Haha told you I had no idea on breeds! OK so he will stay relatively ickle then!



Lil Miss said:


> i was thinking a bit of nethie too, not sure on english tbh, he is the wrong shape, and the marking just looks like a poor broken lol
> 
> he is beautiful though
> 
> also you and your sister look very alike :lol:


:nono: You are seriously now the THIRD person this WEEK saying that!!!!!!!! 

Haha though without the metal, body art and hair then yeah I guess lol!

He is a tiny, cuddly bundle of lovliness!!!!!!!!


----------



## Guest (May 7, 2011)

Awww he is gorgeous


I'm gonna say he looks like he might have rex in him somewhere, his fur just has that look to me


----------



## niki87 (Nov 18, 2009)

B3rnie said:


> Awww he is gorgeous
> 
> I'm gonna say he looks like he might have rex in him somewhere, his fur just has that look to me


I was wondering today...cos he has curly whiskers...which is characteristic of rexes right? Or am I completely wrong?

I can't believe for a lonesome pet shop bunny who was never handled (according to the guys in there...though think that means they never handled him) but he was nudging my hand and ankles today and stayed so calmly in my arms today.
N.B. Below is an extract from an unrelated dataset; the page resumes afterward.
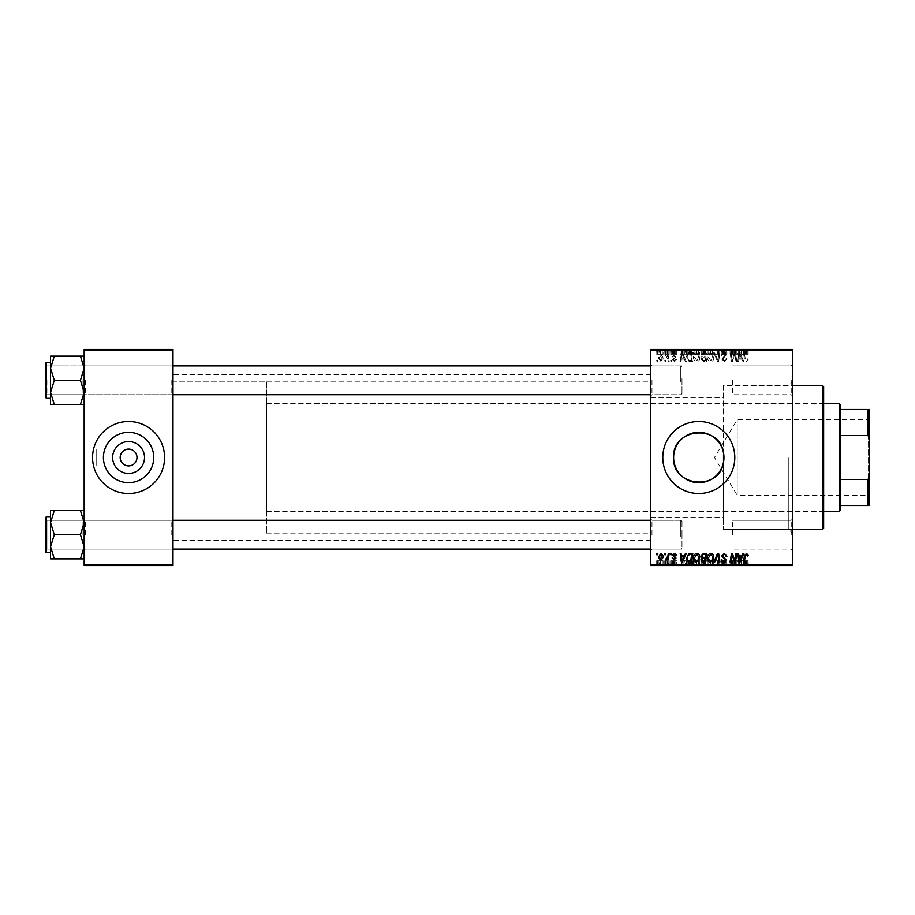 <?xml version="1.0" encoding="UTF-8"?>
<svg xmlns="http://www.w3.org/2000/svg" width="915" height="915" viewBox="0 0 915 915"><rect width="100%" height="100%" fill="white"/><g stroke="black" fill="none" stroke-linecap="round" stroke-linejoin="round"><path stroke-width="0.69" stroke-dasharray="4.58 3.43" d="M172.992 465.907L172.992 374.67L172.992 465.907L128.58 465.907C133.647 465.369 136.449 462.567 136.987 457.5C136.449 452.433 133.647 449.631 128.58 449.093C123.514 449.631 120.711 452.433 120.174 457.5C120.711 462.567 123.514 465.369 128.58 465.907L96.166 465.907L96.166 457.5L96.166 465.907M103.418 457.5A25.163 25.163 0 0 0 128.58 482.663A25.163 25.163 0 0 0 153.743 457.5A25.163 25.163 0 0 0 128.58 432.338A25.163 25.163 0 0 0 103.418 457.5M92.564 457.5A36.017 36.017 0 0 0 128.58 493.517A36.017 36.017 0 0 0 164.597 457.5A36.017 36.017 0 0 0 128.58 421.483A36.017 36.017 0 0 0 92.564 457.5M662.78 457.5A36.017 36.017 0 0 0 698.786 493.517A36.017 36.017 0 0 0 734.802 457.5A36.017 36.017 0 0 0 698.786 421.483A36.017 36.017 0 0 0 662.78 457.5M792.424 380.308L792.424 395.921L792.424 380.308M791.223 380.308L791.223 394.72L791.223 380.308M792.424 534.692L792.424 519.079L792.424 534.692M791.223 534.692L791.223 520.28L791.223 534.692M732.4 534.692L732.4 520.28L732.4 534.692M732.4 380.308L732.4 394.72L732.4 380.308M172.992 380.308L172.992 395.921L172.992 380.308M171.791 380.308L171.791 394.72L171.791 380.308M172.992 534.692L172.992 519.079L172.992 534.692M171.791 534.692L171.791 520.28L171.791 534.692M650.771 534.692L650.771 519.079L650.771 534.692M651.972 534.692L651.972 520.28L651.972 534.692M650.771 380.308L650.771 395.921L650.771 380.308M651.972 380.308L651.972 394.72L651.972 380.308M681.984 534.692L681.984 520.28L681.984 534.692M681.984 380.308L681.984 394.72L681.984 380.308M792.424 457.5L792.424 533.125L792.424 457.5M788.822 457.5L788.822 529.522L788.822 457.5M650.771 457.5L650.771 374.67L650.771 457.5M84.169 404.476L84.169 364.708L84.169 404.476L80.428 404.476L84.169 392.398L80.428 380.308L84.169 392.398L80.428 404.476L84.169 404.476L84.169 392.398L84.169 404.476L80.428 404.476L84.169 392.398L84.169 364.708L84.169 395.921L84.169 364.708L84.169 380.308L84.169 364.708L84.169 380.308L84.169 368.23L80.428 356.152L54.294 356.152L50.554 368.23L54.294 380.308L50.554 392.398L54.294 404.476L50.554 404.476L50.554 356.152L54.294 356.152L50.554 368.23L50.554 380.308L50.554 362.306L50.554 398.322L50.554 362.306L50.554 398.322L50.554 380.308L50.554 392.398L54.294 380.308L50.554 368.23L54.294 356.152L50.554 356.152L84.169 356.152L84.169 368.23L84.169 356.152L80.428 356.152L84.169 368.23L84.169 392.398L80.428 380.308L84.169 368.23L80.428 380.308L54.294 380.308L50.554 392.398L54.294 404.476L50.554 392.398L50.554 368.23L54.294 380.308L80.428 380.308L84.169 368.23L80.428 356.152L54.294 356.152M85.37 380.308L85.37 394.72L85.37 380.308M80.428 510.524L84.169 522.602L80.428 534.692L84.169 522.602L84.169 550.292L84.169 519.079L84.169 550.292L84.169 519.079L84.169 546.77L80.428 534.692L54.294 534.692L50.554 546.77L50.554 534.692L50.554 552.694L50.554 516.678L50.554 534.692L50.554 522.602L54.294 534.692L50.554 546.77L54.294 558.848L50.554 558.848L54.294 558.848L50.554 546.77L50.554 558.848L80.428 558.848L84.169 546.77L84.169 558.848L80.428 558.848L84.169 546.77L84.169 522.602L80.428 510.524L54.294 510.524L50.554 522.602L50.554 510.524L54.294 510.524L50.554 522.602L54.294 534.692L50.554 522.602L54.294 510.524L50.554 510.524L84.169 510.524L84.169 550.292L84.169 534.692L84.169 546.77L80.428 534.692L84.169 522.602L84.169 510.524L80.428 510.524L84.169 510.524L84.169 522.602L80.428 510.524L54.294 510.524M85.37 534.692L85.37 520.28L85.37 534.692M650.771 517.524L723.513 517.524L723.513 462.144L723.513 529.522L723.513 452.856M723.513 517.524L723.513 385.478L788.822 385.478L792.424 381.875M670.855 565.539L671.724 565.539L670.649 565.539L670.855 560.735L671.724 560.735L671.724 565.539M664.953 565.539L665.834 565.539L664.759 565.539L664.953 560.735L665.834 560.735L665.834 565.539L669.208 565.539L665.502 565.539L665.846 560.735L665.651 565.539M696.887 565.539L693.227 565.539L696.887 565.539L696.887 560.735L699.769 560.735L699.769 565.539M685.404 565.539L680.234 565.539L685.404 565.539L685.404 560.735L686.353 560.735L686.353 565.539L692.781 565.539L686.342 565.539L686.342 560.735L682.453 560.735L682.453 565.539M703.383 565.539L706.757 565.539L700.856 565.539L703.383 565.539L703.383 560.735L706.757 560.735L706.757 565.539M717.52 565.539L713.849 565.539L717.52 565.539L717.52 560.735L718.641 560.735L718.641 565.539M748.218 565.539L743.403 565.539L748.218 565.539L748.218 560.735L748.15 565.539M735.992 565.539L730.056 565.539L735.992 565.539L735.992 560.735L736.872 560.735L736.872 565.539M650.771 565.539L792.424 565.539L792.424 564.338L650.771 564.338L650.771 565.539M742.923 565.539L737.742 565.539L742.923 565.539L742.923 560.735L743.861 560.735L743.861 565.539M724.337 565.539L721.26 565.539L725.195 565.539L721.706 565.539L724.337 565.539L724.337 560.735L726.945 560.735L726.945 565.539M710.852 565.539L707.192 565.539L710.852 565.539L710.852 560.735L713.734 560.735L713.734 565.539M676.745 565.539L672.159 565.539L676.745 565.539L676.745 560.735L676.745 565.539M663.101 560.735L658.297 560.735L661.019 560.735L661.019 565.539L663.101 565.539L658.297 565.539L662.231 565.539L661.019 565.539L661.019 560.735L663.101 560.735L663.101 565.539M656.879 565.539L657.759 565.539L656.684 565.539L656.879 560.735L657.759 560.735L657.759 565.539M693.227 356.69C693.204 359.366 694.428 360.99 696.887 361.574C698.82 361.219 699.781 360.007 699.769 357.937L698.614 354.219L696.121 352.95C694.13 353.316 693.158 354.562 693.227 356.69C693.204 359.366 694.428 360.99 696.887 361.574C698.82 361.219 699.781 360.007 699.769 357.937L698.614 354.219L696.121 352.95C694.13 353.316 693.158 354.562 693.227 356.69M684.374 359.172L685.404 361.459L686.353 361.459L682.453 353.064L681.378 353.064L680.234 361.459L681.103 361.459L681.389 359.172L684.374 359.172L685.404 361.459L686.353 361.459L682.453 353.064L681.378 353.064L680.234 361.459L681.103 361.459L681.389 359.172L684.374 359.172M746.503 361.574L748.15 358.954L747.269 358.852L746.446 360.59L745.302 359.012L744.295 353.064L743.403 353.064L744.444 359.218L746.503 361.574L748.15 358.954L747.269 358.852L746.446 360.59L745.302 359.012L744.295 353.064L743.403 353.064L744.444 359.218L746.503 361.574M721.706 359.103L724.337 361.574L726.945 358.726L726.075 358.623L725.847 359.87L724.28 360.59L722.576 359.183L726.075 355.18L723.719 352.95L721.272 355.569L723.754 353.933L725.195 355.134L721.706 359.103L724.337 361.574L726.945 358.726L726.075 358.623L725.847 359.87L724.28 360.59L722.576 359.183L726.075 355.18L723.719 352.95L721.272 355.569L723.754 353.933L725.195 355.134L721.706 359.103M713.849 353.064L717.52 361.459L718.641 361.459L719.922 353.064L719.041 353.064L717.943 360.27L714.798 353.064L713.849 353.064L717.52 361.459L718.641 361.459L719.922 353.064L719.041 353.064L717.943 360.27L714.798 353.064L713.849 353.064M707.192 356.69C707.181 359.366 708.393 360.99 710.852 361.574C712.785 361.219 713.746 360.007 713.734 357.937L712.591 354.219L710.097 352.95C708.096 353.316 707.135 354.562 707.192 356.69C707.181 359.366 708.393 360.99 710.852 361.574C712.785 361.219 713.746 360.007 713.734 357.937L712.591 354.219L710.097 352.95C708.096 353.316 707.135 354.562 707.192 356.69M656.684 360.27L656.879 361.459L657.759 361.459L657.576 360.27L656.684 360.27L656.879 361.459L657.759 361.459L657.576 360.27L656.684 360.27M792.424 350.662L792.424 349.461L650.771 349.461L650.771 350.662L792.424 350.662L792.424 564.338M650.771 350.662L650.771 564.338M700.97 358.852L703.383 361.459L706.757 361.459L705.339 353.064L702.022 353.201L700.856 355.1L702.022 357.159L700.97 358.852L703.383 361.459L706.757 361.459L705.339 353.064L702.022 353.201L700.856 355.1L702.022 357.159L700.97 358.852M741.882 359.172L742.923 361.459L743.861 361.459L739.961 353.064L738.897 353.064L737.742 361.459L738.622 361.459L738.897 359.172L741.882 359.172L742.923 361.459L743.861 361.459L739.961 353.064L738.897 353.064L737.742 361.459L738.622 361.459L738.897 359.172L741.882 359.172M735.088 356.335L735.992 361.459L736.872 361.459L735.443 353.064L734.516 353.064L732.114 360.19L730.948 353.064L730.056 353.064L731.474 361.459L732.4 361.459L734.825 354.345L735.992 361.459L736.872 361.459L735.443 353.064L734.516 353.064L732.114 360.19L730.948 353.064L730.056 353.064L731.474 361.459L732.4 361.459L734.825 354.345L735.088 356.335M674.652 361.574L676.745 359.389L675.865 359.286L674.618 360.807L673.474 359.87L675.979 356.987L674.149 355.249L672.159 357.102L674.195 356.004L675.018 357.342L672.594 359.801L674.652 361.574L676.745 359.389L675.865 359.286L674.618 360.807L673.474 359.87L675.979 356.987L674.149 355.249L672.159 357.102L674.195 356.004L675.11 356.85L672.594 359.801L674.652 361.574M688.949 361.265L692.781 361.459L691.363 353.064L688.194 353.167L686.342 356.507L688.949 361.265L692.781 361.459L691.363 353.064L688.194 353.167L686.342 356.507L688.949 361.265M658.297 357.799L661.019 361.574L663.101 359.137C663.181 357.01 662.266 355.706 660.333 355.249L658.297 357.799L661.019 361.574L663.101 359.137C663.181 357.01 662.266 355.706 660.333 355.249L658.297 357.799M664.759 360.27L664.953 361.459L665.834 361.459L665.651 360.27L664.759 360.27L664.953 361.459L665.834 361.459L665.651 360.27L664.759 360.27M667.881 359.023L668.327 361.459L669.208 361.459L668.179 355.352L667.287 355.352L667.515 356.621L665.502 355.466L667.881 359.023L668.327 361.459L669.208 361.459L668.179 355.352L667.287 355.352L667.515 356.621L665.502 355.466L667.881 359.023M670.649 360.27L670.855 361.459L671.724 361.459L671.541 360.27L670.649 360.27L670.855 361.459L671.724 361.459L671.541 360.27L670.649 360.27M693.227 349.461L699.769 349.461L693.227 349.461L693.227 354.265L696.887 354.265L696.887 349.461M684.374 349.461L680.234 349.461L684.374 349.461L684.374 354.265L685.404 354.265L685.404 349.461M746.503 349.461L743.403 349.461L746.503 349.461L746.503 354.265L748.218 354.265L748.218 349.461M721.706 349.461L726.945 349.461L721.26 349.461L725.195 349.461L721.706 349.461L721.706 354.265L724.337 354.265L724.337 349.461M713.849 349.461L719.922 349.461L713.849 349.461L713.849 354.265L717.52 354.265L717.52 349.461M707.192 349.461L713.734 349.461L707.192 349.461L707.192 354.265L710.852 354.265L710.852 349.461M656.684 349.461L657.759 349.461L656.684 349.461L656.684 354.265L656.879 349.461M700.97 349.461L706.757 349.461L700.856 349.461L702.022 349.461L700.97 349.461L700.97 354.265L703.383 354.265L703.383 349.461M741.882 349.461L737.742 349.461L741.882 349.461L741.882 354.265L742.923 354.265L742.923 349.461M735.088 349.461L730.056 349.461L735.088 349.461L735.088 354.265L735.992 354.265L735.992 349.461M673.474 354.265L676.745 354.265L674.618 354.265L674.652 349.461L676.745 349.461L672.159 349.461L675.11 349.461L672.594 349.461L674.652 349.461L674.618 354.265L673.474 354.265L673.474 349.461M688.949 349.461L692.781 349.461L686.342 349.461L688.949 349.461L688.949 354.265L690.299 354.265L690.299 349.461M658.297 349.461L663.101 349.461L658.297 349.461L658.297 354.265L661.019 354.265L661.019 349.461L659.177 349.461L662.231 349.461L661.019 349.461L661.019 354.265L663.101 354.265L663.101 349.461M664.759 349.461L665.834 349.461L664.759 349.461L664.759 354.265L664.953 349.461M667.881 349.461L665.502 349.461L667.881 349.461L667.881 354.265L668.327 349.461M670.649 349.461L671.724 349.461L670.649 349.461L670.649 354.265L670.855 349.461M96.166 457.5L96.166 449.093L96.166 457.5M172.992 457.5L172.992 540.33L172.992 457.5M84.169 565.539L172.992 565.539L172.992 564.338L84.169 564.338L84.169 565.539M84.169 350.662L172.992 350.662L172.992 349.461L84.169 349.461L84.169 564.338M172.992 350.662L172.992 564.338M735.992 553.541L736.872 553.541L735.443 561.936L734.516 561.936L732.114 554.81L730.948 561.936L730.056 561.936L731.474 553.541L732.4 553.541L734.825 560.655L735.992 553.541M742.923 553.541L743.861 553.541L739.961 561.936L738.897 561.936L737.742 553.541L738.622 553.541L738.897 555.828L741.882 555.828L742.923 553.541M740.246 559.305L741.402 556.812L739.023 556.812L739.549 561.021L740.246 559.305M748.218 555.279L747.269 556.148L746.446 554.41L745.302 555.988L744.295 561.936L743.403 561.936L744.444 555.782L746.503 553.426L748.218 555.279M724.337 553.426L726.945 556.274L726.075 556.377L725.847 555.13L724.28 554.41L722.576 555.817L726.075 559.82L723.719 562.05L721.272 559.431L723.754 561.067L725.195 559.866L721.706 555.897L724.337 553.426M717.52 553.541L718.641 553.541L719.922 561.936L719.041 561.936L717.943 554.73L714.798 561.936L713.849 561.936L717.52 553.541M710.852 553.426C712.785 553.781 713.746 554.993 713.734 557.063L712.591 560.781L710.097 562.05C708.096 561.684 707.135 560.438 707.192 558.31C707.181 555.634 708.393 554.01 710.852 553.426M710.12 561.067L711.904 560.129L712.865 557.018L710.795 554.41L708.061 558.402L710.12 561.067M703.383 553.541L706.757 553.541L705.339 561.936L702.022 561.799L700.856 559.9L702.022 557.841L700.97 556.148L703.383 553.541M703.372 557.349L705.225 557.349L705.705 554.513L703.2 554.559L701.839 556.171L703.372 557.349M703.12 560.952L704.619 560.952L705.053 558.333L702.217 558.688L701.736 559.854L703.12 560.952M676.745 555.497L675.865 555.714L674.618 554.193L673.474 555.13L675.979 558.013L674.149 559.751L672.159 557.898L674.195 558.996L675.11 558.15L672.594 555.199L674.652 553.426L676.745 555.497M685.404 553.541L686.353 553.541L682.453 561.936L681.378 561.936L680.234 553.541L681.103 553.541L681.389 555.828L684.374 555.828L685.404 553.541M682.739 559.305L683.894 556.812L681.515 556.812L682.041 561.021L682.739 559.305M690.299 553.541L692.781 553.541L691.363 561.936L688.194 561.833L686.342 558.493L688.949 553.735L690.299 553.541M689.372 560.952L690.642 560.952L691.74 554.513L690.608 554.513C688.297 554.73 687.165 556.08 687.222 558.55L688.274 560.815L689.372 560.952M696.887 553.426C698.82 553.781 699.781 554.993 699.769 557.063L698.614 560.781L696.121 562.05C694.13 561.684 693.158 560.438 693.227 558.31C693.204 555.634 694.428 554.01 696.887 553.426M696.155 561.067L697.928 560.129L698.9 557.018L696.818 554.41L694.096 558.402L696.155 561.067M661.019 553.426L663.101 555.863C663.181 557.99 662.266 559.294 660.333 559.751L658.297 557.201L661.019 553.426M659.177 557.201L660.378 558.996L662.231 555.954L661.019 554.193L659.177 557.201M664.953 553.541L665.834 553.541L665.651 554.73L664.759 554.73L664.953 553.541M668.327 553.541L669.208 553.541L668.179 559.648L667.287 559.648L667.515 558.379L665.502 559.534L667.881 555.977L668.327 553.541M670.855 553.541L671.724 553.541L671.541 554.73L670.649 554.73L670.855 553.541M656.879 553.541L657.759 553.541L657.576 554.73L656.684 554.73L656.879 553.541M656.879 354.265L657.759 354.265L657.759 349.461M657.759 354.265L657.576 349.461M657.576 354.265L656.684 354.265M703.383 354.265L706.757 354.265L706.757 349.461M706.757 354.265L705.339 354.265L705.339 349.461M705.339 354.265L702.022 354.265L702.022 349.461L702.022 354.265L700.856 354.265L700.856 349.461M703.372 354.265L705.705 354.265L701.839 354.265L703.372 354.265L703.372 349.461L705.705 349.461L703.372 349.461M703.12 354.265L705.053 354.265L701.736 354.265L703.12 354.265L703.12 349.461L705.053 349.461L703.12 349.461M704.619 354.265L704.619 349.461M705.053 354.265L705.053 349.461M701.736 354.265L701.736 349.461M702.217 354.265L702.217 349.461M705.225 354.265L705.225 349.461M705.705 354.265L705.705 349.461M701.839 354.265L701.839 349.461M703.2 354.265L703.2 349.461L703.189 354.265M710.852 354.265L713.734 354.265L713.734 349.461M713.734 354.265L712.591 354.265L712.591 349.461M712.591 354.265L710.097 354.265L710.097 349.461L712.865 349.461L708.061 349.461L710.12 349.461L710.12 354.265L707.192 354.265M710.12 354.265L712.865 354.265L710.12 354.265M711.904 354.265L711.904 349.461M712.865 354.265L712.865 349.461M708.061 354.265L708.061 349.461M710.795 354.265L710.795 349.461M717.52 354.265L718.641 354.265L718.641 349.461M718.641 354.265L719.922 354.265L719.922 349.461M719.922 354.265L719.041 354.265L719.041 349.461M719.041 354.265L717.943 354.265L717.943 349.461M717.943 354.265L714.798 354.265L714.798 349.461M714.798 354.265L713.849 354.265M724.337 354.265L726.945 354.265L726.945 349.461M726.945 354.265L726.075 354.265L726.075 349.461L725.847 354.265L725.847 349.461M725.847 354.265L724.28 354.265L724.28 349.461M724.28 354.265L722.576 354.265L722.576 349.461M722.576 354.265L722.804 349.461M722.804 354.265L725.08 354.265L725.08 349.461M725.08 354.265L726.075 354.265L726.075 349.461M726.075 354.265L723.719 354.265L723.719 349.461M723.719 354.265L721.26 354.265L721.26 349.461L721.272 354.265L722.141 354.265L722.141 349.461L722.141 354.265L723.754 354.265L723.754 349.461M723.754 354.265L725.195 354.265L725.195 349.461M725.195 354.265L724.874 349.461M724.874 354.265L721.706 354.265M748.218 354.265L748.15 349.461M748.15 354.265L747.269 354.265L747.269 349.461M747.269 354.265L747.349 349.461M747.349 354.265L746.446 354.265L746.446 349.461M746.446 354.265L744.295 354.265L744.295 349.461M744.295 354.265L743.403 354.265L743.403 349.461M743.403 354.265L744.444 354.265L744.444 349.461M744.444 354.265L746.503 354.265M742.923 354.265L743.861 354.265L743.861 349.461M743.861 354.265L739.961 354.265L739.961 349.461M739.961 354.265L738.897 354.265L738.897 349.461L738.897 354.265L737.742 354.265L737.742 349.461M737.742 354.265L738.622 354.265L738.622 349.461M738.622 354.265L741.882 354.265M740.246 354.265L739.023 354.265L740.246 354.265L740.246 349.461L741.402 349.461L739.023 349.461L740.246 349.461M741.402 354.265L741.402 349.461M739.549 354.265L739.549 349.461M739.023 354.265L739.023 349.461M735.992 354.265L736.872 354.265L736.872 349.461M736.872 354.265L735.443 354.265L735.443 349.461M735.443 354.265L734.516 354.265L734.516 349.461M734.516 354.265L732.114 354.265L732.114 349.461M732.114 354.265L731.794 349.461M731.794 354.265L730.948 354.265L730.948 349.461M730.948 354.265L730.056 354.265L730.056 349.461M730.056 354.265L731.474 354.265L731.474 349.461M731.474 354.265L732.4 354.265L732.4 349.461M732.4 354.265L734.15 354.265L734.15 349.461M734.15 354.265L734.825 354.265L734.825 349.461M676.745 354.265L676.745 349.461L676.745 354.265M675.865 354.265L675.865 349.461M673.657 354.265L673.657 349.461M675.979 354.265L675.979 349.461M674.149 354.265L674.149 349.461M672.159 354.265L672.159 349.461M674.195 354.265L673.04 354.265L673.028 349.461L673.04 354.265L674.195 354.265L674.195 349.461M675.11 354.265L675.11 349.461M675.018 354.265L675.018 349.461M672.594 354.265L672.594 349.461M685.404 354.265L686.353 354.265L686.353 349.461L686.342 354.265L682.453 354.265L682.453 349.461M682.453 354.265L681.378 354.265L681.378 349.461L681.389 354.265L680.234 354.265L680.234 349.461M680.234 354.265L681.103 354.265L681.103 349.461M681.103 354.265L684.374 354.265M682.739 354.265L681.515 354.265L682.739 354.265L682.739 349.461L683.894 349.461L681.515 349.461L682.739 349.461M683.894 354.265L683.894 349.461M682.041 354.265L682.041 349.461M681.515 354.265L681.515 349.461M690.299 354.265L692.781 354.265L692.781 349.461M692.781 354.265L691.363 354.265L691.363 349.461M691.363 354.265L688.194 354.265L688.194 349.461M688.194 354.265L688.949 354.265M689.372 354.265L691.74 354.265L687.222 354.265L689.372 354.265L689.372 349.461L691.74 349.461L689.372 349.461M690.642 354.265L690.642 349.461M691.74 354.265L691.74 349.461M688.274 354.265L688.274 349.461M687.222 354.265L687.222 349.461M690.608 354.265L690.608 349.461M696.887 354.265L699.769 354.265L699.769 349.461M699.769 354.265L698.614 354.265L698.614 349.461M698.614 354.265L696.121 354.265L696.121 349.461L698.9 349.461L694.096 349.461L696.155 349.461L696.155 354.265L693.227 354.265M696.155 354.265L698.9 354.265L696.155 354.265M697.928 354.265L697.928 349.461M698.9 354.265L698.9 349.461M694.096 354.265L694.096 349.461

He is very lovely!


----------



## Guest (May 8, 2011)

niki87 said:


> I was wondering today...cos he has curly whiskers...which is characteristic of rexes right? Or am I completely wrong?
> 
> I can't believe for a lonesome pet shop bunny who was never handled (according to the guys in there...though think that means they never handled him) but he was nudging my hand and ankles today and stayed so calmly in my arms today. He is very lovely!


Yes your right hun, curly whiskers is a characteristic of a rex


----------



## niki87 (Nov 18, 2009)

B3rnie said:


> Yes your right hun, curly whiskers is a characteristic of a rex


Yay I know something


----------



## $hAzZa (May 2, 2010)

And rexes have that velvety fur which is oh-so soft!! x


----------



## niki87 (Nov 18, 2009)

$hAzZa said:


> And rexes have that velvety fur which is oh-so soft!! x


I know which he doesn't really have...more like normal short hair bunnies. Oh well guess what he is will remain largely unknown!


----------